Canadian Tire Closes 2022 With Solid Marks, but We See Near-Term Challenges

Shares of Canadian Tire provide a buying opportunity.

""
Securities In This Article
Canadian Tire Corp Ltd Class A
(CTC.A)

We don’t plan to alter our CAD 198 fair value estimate materially for no-moat Canadian Tire after the company reported 2022 results. We maintain our view that the market fails to fully appreciate the firm’s vast product lineup (owned, national, and multitier), which affords flexibility during economic downturns. The shares trade roughly 13% below our intrinsic valuation even after a 5% pop on the earnings report, providing a buying opportunity.
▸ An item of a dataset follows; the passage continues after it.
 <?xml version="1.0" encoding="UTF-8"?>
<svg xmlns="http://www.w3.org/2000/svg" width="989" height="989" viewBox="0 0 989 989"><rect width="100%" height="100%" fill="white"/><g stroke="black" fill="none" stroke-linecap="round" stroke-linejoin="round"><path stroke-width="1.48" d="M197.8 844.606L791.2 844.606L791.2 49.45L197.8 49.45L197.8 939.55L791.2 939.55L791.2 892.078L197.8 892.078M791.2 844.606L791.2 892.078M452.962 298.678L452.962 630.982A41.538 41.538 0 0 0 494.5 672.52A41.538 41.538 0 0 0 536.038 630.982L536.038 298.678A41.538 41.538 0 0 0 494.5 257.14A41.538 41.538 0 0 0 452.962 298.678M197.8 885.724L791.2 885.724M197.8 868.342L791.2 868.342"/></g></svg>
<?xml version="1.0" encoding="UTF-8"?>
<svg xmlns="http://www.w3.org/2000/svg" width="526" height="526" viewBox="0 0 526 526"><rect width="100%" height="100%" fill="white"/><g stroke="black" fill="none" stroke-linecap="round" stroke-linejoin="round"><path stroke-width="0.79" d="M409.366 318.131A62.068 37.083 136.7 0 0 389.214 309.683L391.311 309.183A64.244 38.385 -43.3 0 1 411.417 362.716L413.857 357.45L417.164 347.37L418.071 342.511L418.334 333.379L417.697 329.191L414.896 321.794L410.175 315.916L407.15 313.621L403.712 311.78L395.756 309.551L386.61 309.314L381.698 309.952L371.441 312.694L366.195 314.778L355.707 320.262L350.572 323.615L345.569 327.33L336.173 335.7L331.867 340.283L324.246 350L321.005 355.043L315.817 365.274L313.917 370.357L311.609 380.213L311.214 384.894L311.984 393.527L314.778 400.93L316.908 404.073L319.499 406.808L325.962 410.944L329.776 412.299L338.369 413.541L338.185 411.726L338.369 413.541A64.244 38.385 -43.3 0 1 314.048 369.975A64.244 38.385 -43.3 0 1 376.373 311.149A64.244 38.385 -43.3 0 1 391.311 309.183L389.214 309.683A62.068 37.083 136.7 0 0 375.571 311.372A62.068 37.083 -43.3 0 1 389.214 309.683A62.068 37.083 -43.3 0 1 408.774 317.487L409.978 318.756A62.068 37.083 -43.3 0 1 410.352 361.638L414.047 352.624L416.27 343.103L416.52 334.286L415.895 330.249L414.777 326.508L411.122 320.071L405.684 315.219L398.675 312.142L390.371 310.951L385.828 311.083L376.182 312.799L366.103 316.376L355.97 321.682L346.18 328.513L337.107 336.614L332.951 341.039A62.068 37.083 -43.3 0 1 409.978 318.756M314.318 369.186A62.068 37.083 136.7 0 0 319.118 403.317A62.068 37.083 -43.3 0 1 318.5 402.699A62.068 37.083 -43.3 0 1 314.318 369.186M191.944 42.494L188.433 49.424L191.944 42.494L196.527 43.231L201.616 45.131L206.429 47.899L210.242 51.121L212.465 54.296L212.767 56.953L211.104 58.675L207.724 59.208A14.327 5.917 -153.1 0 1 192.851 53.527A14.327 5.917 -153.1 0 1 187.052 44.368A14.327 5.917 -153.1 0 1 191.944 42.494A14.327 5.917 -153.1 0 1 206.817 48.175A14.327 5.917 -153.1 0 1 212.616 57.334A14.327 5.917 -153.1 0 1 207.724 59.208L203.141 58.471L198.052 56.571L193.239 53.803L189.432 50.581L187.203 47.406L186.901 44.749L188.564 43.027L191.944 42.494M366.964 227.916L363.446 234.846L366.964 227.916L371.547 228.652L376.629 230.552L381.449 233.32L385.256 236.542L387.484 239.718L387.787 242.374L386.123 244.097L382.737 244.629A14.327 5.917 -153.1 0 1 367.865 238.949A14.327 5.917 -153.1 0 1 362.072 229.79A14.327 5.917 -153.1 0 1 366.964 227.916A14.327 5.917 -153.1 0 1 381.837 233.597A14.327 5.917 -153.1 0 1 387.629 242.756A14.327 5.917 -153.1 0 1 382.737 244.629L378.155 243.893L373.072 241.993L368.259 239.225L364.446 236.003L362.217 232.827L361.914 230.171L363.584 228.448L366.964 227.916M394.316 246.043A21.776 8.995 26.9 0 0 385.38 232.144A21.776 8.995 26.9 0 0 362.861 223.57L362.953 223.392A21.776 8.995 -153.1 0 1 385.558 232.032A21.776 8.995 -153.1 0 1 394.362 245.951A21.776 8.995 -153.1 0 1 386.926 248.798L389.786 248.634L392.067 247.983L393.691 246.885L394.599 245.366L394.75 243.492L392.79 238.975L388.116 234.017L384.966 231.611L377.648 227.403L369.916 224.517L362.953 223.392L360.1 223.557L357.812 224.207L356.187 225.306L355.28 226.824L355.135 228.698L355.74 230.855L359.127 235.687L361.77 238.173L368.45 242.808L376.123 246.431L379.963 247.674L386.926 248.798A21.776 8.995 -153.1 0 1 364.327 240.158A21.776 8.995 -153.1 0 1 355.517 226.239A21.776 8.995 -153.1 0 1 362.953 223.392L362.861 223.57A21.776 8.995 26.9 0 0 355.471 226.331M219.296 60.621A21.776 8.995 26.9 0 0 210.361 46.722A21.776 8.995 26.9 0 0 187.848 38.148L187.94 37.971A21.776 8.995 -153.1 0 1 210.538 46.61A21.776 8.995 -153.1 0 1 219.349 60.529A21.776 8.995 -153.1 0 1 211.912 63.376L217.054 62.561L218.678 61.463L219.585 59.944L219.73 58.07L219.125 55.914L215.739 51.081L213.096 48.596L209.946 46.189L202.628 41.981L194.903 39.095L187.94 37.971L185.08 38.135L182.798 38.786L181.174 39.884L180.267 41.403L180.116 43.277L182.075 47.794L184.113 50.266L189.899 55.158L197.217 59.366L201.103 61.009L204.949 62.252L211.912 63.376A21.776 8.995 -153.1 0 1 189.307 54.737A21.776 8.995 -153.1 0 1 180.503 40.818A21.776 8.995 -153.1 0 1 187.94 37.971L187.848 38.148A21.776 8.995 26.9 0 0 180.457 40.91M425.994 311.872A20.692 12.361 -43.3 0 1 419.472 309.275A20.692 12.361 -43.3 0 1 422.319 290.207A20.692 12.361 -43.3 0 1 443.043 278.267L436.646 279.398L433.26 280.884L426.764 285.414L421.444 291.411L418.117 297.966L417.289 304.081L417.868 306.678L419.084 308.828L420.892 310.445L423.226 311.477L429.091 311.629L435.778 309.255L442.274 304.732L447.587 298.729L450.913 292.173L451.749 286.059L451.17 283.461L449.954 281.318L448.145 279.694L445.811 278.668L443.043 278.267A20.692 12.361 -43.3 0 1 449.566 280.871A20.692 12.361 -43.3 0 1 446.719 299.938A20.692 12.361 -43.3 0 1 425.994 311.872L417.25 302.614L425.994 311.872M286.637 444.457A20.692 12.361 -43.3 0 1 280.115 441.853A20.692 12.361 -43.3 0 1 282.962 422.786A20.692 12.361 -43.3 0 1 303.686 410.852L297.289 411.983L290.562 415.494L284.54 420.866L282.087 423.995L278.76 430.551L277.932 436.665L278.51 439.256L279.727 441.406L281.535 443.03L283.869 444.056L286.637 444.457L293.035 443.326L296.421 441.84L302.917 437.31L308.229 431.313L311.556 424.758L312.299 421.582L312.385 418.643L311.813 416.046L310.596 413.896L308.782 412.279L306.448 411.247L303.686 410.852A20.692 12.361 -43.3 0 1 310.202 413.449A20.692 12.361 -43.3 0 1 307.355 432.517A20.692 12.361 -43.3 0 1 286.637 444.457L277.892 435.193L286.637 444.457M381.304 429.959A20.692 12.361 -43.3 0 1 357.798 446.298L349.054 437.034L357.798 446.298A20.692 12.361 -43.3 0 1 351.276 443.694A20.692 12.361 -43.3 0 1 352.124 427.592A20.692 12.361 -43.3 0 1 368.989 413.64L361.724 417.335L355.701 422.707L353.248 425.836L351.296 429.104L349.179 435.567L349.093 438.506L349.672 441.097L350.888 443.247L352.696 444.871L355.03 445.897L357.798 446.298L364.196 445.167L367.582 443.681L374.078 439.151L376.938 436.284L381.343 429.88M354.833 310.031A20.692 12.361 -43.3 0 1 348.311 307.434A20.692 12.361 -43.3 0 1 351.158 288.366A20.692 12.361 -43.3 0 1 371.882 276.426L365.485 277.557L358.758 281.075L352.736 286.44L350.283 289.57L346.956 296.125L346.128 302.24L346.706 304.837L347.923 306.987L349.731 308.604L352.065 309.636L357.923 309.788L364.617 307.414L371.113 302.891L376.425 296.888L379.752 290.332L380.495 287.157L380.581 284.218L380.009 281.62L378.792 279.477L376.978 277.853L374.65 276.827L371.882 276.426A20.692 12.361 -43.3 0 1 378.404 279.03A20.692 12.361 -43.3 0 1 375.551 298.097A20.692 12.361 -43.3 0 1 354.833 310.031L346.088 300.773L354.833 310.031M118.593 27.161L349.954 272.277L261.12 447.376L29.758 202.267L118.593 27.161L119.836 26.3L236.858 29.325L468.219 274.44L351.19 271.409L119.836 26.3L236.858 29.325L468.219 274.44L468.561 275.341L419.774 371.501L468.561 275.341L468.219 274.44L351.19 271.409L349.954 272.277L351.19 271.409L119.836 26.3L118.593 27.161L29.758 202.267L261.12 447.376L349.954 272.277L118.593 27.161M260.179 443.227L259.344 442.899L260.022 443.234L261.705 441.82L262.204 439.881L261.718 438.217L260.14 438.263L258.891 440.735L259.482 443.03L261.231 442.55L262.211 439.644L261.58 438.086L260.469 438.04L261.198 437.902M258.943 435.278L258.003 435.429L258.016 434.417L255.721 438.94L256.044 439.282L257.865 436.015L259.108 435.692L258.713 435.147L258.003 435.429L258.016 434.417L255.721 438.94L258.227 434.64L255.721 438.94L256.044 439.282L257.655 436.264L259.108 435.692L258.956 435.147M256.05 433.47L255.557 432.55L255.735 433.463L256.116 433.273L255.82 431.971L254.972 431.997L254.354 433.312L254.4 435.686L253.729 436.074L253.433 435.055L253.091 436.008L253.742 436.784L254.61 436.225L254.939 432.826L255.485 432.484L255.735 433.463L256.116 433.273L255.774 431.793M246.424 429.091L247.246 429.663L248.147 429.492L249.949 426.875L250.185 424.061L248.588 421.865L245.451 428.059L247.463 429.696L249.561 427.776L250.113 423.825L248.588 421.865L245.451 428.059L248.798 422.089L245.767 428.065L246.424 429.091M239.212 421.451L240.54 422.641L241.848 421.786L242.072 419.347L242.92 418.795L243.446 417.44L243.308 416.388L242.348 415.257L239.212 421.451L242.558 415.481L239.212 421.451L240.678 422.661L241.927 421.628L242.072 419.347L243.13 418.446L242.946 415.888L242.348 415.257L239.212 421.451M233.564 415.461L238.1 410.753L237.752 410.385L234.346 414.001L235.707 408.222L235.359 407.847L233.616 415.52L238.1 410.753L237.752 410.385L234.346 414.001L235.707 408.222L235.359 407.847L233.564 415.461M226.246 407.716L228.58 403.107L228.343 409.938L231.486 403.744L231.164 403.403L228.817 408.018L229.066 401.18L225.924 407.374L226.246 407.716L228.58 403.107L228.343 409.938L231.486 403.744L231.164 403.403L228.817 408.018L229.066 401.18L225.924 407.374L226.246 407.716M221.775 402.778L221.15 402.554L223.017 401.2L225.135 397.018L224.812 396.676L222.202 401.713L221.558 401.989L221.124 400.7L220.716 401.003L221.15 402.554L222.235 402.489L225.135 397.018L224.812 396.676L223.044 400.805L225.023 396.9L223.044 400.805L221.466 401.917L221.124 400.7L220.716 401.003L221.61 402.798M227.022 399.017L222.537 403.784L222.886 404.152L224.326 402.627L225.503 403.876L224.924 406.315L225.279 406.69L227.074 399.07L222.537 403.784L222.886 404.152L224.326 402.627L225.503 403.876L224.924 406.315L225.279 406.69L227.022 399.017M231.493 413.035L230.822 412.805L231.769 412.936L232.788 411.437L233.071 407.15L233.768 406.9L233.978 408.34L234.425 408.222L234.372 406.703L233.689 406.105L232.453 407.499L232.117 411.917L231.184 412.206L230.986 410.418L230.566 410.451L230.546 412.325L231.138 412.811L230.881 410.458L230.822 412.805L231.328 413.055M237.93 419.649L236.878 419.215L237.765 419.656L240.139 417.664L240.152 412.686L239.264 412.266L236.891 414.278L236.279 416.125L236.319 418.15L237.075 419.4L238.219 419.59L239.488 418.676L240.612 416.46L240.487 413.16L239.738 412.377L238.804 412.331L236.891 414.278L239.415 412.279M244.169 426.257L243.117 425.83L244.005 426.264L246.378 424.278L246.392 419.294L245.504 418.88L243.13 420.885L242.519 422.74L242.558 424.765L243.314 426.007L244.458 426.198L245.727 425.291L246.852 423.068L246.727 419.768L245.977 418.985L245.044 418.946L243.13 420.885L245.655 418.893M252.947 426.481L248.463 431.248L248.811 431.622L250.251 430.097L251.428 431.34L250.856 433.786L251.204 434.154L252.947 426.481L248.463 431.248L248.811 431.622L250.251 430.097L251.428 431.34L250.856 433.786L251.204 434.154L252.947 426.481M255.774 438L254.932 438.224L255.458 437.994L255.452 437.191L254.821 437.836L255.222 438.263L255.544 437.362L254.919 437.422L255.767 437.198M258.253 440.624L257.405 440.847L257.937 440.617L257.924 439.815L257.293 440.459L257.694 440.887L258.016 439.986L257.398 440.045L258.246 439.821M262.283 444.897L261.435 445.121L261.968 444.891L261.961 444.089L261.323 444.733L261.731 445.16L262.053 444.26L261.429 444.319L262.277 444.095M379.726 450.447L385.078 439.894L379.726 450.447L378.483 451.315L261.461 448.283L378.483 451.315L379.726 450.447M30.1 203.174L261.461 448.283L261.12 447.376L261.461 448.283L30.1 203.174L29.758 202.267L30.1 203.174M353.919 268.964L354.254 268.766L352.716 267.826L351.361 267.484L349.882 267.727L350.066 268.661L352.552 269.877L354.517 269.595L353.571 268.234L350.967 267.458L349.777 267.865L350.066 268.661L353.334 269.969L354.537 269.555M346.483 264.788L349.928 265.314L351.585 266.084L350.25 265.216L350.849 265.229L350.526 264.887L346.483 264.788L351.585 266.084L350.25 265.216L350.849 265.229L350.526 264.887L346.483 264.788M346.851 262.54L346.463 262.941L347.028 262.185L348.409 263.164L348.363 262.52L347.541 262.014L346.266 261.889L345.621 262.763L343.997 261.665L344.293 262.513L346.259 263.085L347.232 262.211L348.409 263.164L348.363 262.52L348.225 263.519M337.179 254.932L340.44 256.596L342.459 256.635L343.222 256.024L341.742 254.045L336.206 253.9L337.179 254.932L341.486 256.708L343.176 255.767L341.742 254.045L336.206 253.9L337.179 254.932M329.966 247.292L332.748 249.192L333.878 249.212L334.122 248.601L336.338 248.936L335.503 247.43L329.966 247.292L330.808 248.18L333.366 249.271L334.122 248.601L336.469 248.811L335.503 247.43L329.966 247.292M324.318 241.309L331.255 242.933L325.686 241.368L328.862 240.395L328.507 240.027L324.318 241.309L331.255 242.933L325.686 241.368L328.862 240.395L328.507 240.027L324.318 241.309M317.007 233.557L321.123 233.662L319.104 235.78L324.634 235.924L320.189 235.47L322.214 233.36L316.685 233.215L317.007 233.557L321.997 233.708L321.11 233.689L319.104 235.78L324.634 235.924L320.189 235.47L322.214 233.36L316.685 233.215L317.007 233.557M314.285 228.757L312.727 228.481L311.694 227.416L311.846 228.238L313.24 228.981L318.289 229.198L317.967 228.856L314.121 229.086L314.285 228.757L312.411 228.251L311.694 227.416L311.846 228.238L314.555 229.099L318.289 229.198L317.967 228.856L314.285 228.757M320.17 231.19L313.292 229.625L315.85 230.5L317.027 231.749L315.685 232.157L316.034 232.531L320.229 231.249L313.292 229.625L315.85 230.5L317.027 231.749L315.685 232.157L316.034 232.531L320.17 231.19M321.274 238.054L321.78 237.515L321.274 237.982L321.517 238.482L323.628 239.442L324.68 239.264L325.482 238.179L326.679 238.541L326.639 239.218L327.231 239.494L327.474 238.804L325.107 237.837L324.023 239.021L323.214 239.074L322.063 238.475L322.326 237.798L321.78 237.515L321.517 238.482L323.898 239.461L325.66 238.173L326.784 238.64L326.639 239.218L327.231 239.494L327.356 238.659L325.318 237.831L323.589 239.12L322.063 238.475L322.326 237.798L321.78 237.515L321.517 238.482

Full-year revenue came in right at our CAD 17.8 billion estimate, up 9.3%, though normalized diluted EPS of CAD 18.75 outpaced our CAD 17.40 forecast. Strength was highlighted in the namesake stores and Mark’s (retail segments with respective 40% and 60% owned-brand penetration), posting 5% and 10% full-year revenue growth, respectively, both in line with our estimates. While Canadian Tire’s owned brands extend throughout its commoditized categories, we believe those offerings will continue to resonate as consumers’ search for value persists in a challenging macro climate. Longer term, benefits stemming from its rewards program (personalized promotions and selections) should be augmented by the firm’s efforts to encourage store pickups by introducing in-store automation, electronic shelf labels, and pickup lockers. These should prove valuable as Canadian Tire attempts to ward off online and brick-and-mortar rivals, given its presence in Canada’s less populated areas.

Against this backdrop, Canadian Tire reported significantly higher inventory levels (up 30%) due to the carryover of spring and summer goods, early receipts of merchandise, and inflation. Although management expects normalization throughout 2023, we anticipate depressed top-line growth over the next few quarters and markdowns in discretionary categories to clear the higher inventory. Regardless, we see this as a transitory situation and maintain our long-term forecast for low-single-digit revenue growth and low-double-digit operating margin.

The author or authors do not own shares in any securities mentioned in this article. Find out about Morningstar’s editorial policies.

More in Stocks

About the Author

Erin Lash, CFA

Sector Director
More from Author

Erin Lash, CFA, is a sector director, AM Consumer, for Morningstar*. In addition to leading the sector team, she covers packaged food and household and personal care companies. Beyond managing a team of nine analysts and associates covering an array of consumer firms, Lash also conducts fundamental analysis of 13 multi-billion-dollar market capitalization firms in the packaged food and household and personal care space.

Before joining Morningstar in 2006, Lash spent four years as an investment analyst covering retail, transportation, and technology firms for State Farm Insurance. In this capacity, Lash analyzed financial statements, business strategy, and fundamentals of owned companies and potential investments, presenting her recommendations based on this analysis to State Farm portfolio managers for ownership consideration.

Lash holds a bachelor’s degree in finance from Bradley University’s Foster College of Business. She also holds a master’s degree in business administration, with concentrations in accounting and finance, from the University of Chicago Booth School of Business. Lash has completed the Chartered Financial Analyst® designation. She ranked second in the food and tobacco industry in The Wall Street Journal’s annual “Best on the Street” analysts survey in 2013, the last year the survey was conducted.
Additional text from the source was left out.